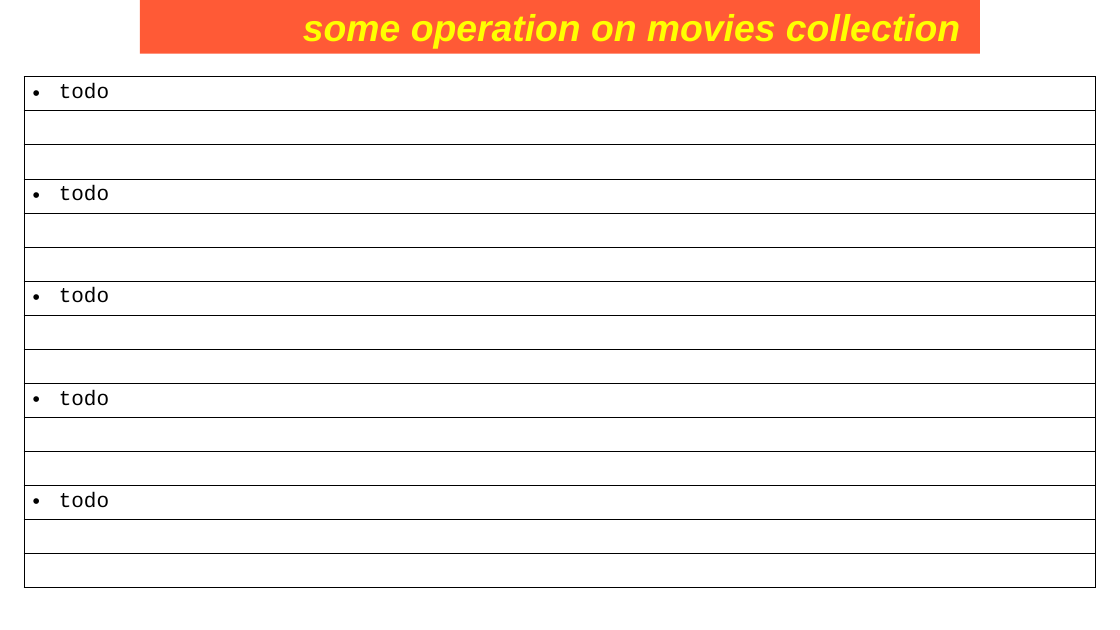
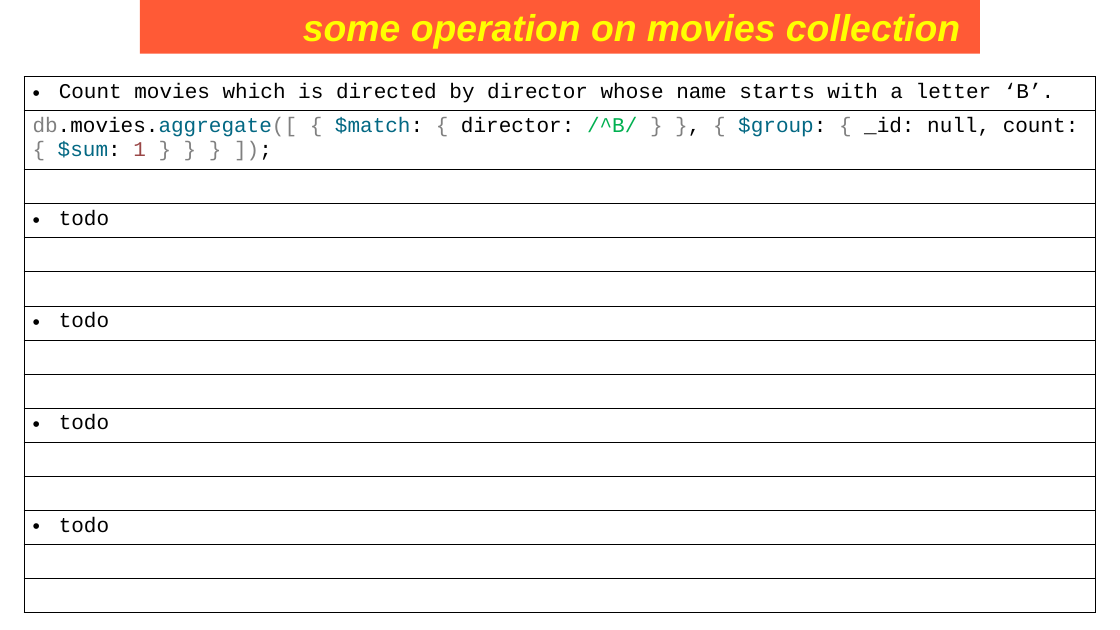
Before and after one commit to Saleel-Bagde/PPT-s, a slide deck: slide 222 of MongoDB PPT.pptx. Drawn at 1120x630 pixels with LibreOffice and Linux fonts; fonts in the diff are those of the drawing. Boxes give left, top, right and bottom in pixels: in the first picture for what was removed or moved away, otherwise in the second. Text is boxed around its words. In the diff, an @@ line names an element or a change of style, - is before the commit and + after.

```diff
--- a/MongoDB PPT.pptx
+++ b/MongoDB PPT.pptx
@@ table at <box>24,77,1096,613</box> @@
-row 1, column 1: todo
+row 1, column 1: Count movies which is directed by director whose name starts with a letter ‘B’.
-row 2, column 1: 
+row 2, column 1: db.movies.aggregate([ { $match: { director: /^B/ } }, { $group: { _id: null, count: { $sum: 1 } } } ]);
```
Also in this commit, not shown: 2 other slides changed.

* * *

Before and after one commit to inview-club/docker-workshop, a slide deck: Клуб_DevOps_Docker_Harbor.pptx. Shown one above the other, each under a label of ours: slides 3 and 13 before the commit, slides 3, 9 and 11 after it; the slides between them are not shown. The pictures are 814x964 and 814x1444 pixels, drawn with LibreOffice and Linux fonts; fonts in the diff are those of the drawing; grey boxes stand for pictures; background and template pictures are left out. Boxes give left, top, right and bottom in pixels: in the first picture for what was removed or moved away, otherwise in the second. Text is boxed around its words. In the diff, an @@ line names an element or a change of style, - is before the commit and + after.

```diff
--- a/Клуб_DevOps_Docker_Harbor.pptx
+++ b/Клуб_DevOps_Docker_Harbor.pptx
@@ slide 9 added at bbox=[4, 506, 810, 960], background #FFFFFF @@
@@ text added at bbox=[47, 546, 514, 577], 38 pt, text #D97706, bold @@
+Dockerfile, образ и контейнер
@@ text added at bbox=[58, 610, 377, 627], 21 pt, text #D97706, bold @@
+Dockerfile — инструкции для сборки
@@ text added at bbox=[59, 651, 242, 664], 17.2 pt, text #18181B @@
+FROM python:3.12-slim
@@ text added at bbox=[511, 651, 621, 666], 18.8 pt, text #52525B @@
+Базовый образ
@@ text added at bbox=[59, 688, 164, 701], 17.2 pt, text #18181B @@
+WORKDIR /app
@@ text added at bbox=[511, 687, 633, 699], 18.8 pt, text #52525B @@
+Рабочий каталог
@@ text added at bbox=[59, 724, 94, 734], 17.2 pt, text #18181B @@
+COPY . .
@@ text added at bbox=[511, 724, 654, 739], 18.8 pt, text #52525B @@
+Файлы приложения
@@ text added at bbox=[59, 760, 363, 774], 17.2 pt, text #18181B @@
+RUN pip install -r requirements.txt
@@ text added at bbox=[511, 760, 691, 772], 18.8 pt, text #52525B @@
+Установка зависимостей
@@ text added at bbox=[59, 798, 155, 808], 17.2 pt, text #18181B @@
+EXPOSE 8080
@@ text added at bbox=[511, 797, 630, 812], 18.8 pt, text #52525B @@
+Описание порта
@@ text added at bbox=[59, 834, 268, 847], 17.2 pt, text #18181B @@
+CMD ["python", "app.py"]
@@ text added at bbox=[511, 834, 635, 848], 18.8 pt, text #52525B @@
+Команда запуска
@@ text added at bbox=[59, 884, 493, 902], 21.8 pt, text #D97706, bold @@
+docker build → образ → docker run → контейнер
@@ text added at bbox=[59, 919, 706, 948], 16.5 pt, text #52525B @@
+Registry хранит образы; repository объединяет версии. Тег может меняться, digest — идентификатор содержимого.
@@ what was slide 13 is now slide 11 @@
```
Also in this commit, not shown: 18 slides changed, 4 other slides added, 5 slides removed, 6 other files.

• TASK DETAILS
When a line in the material above includes the word "Dockerfile", copy that line.

• REPLY
+Dockerfile, образ и контейнер
+Dockerfile — инструкции для сборки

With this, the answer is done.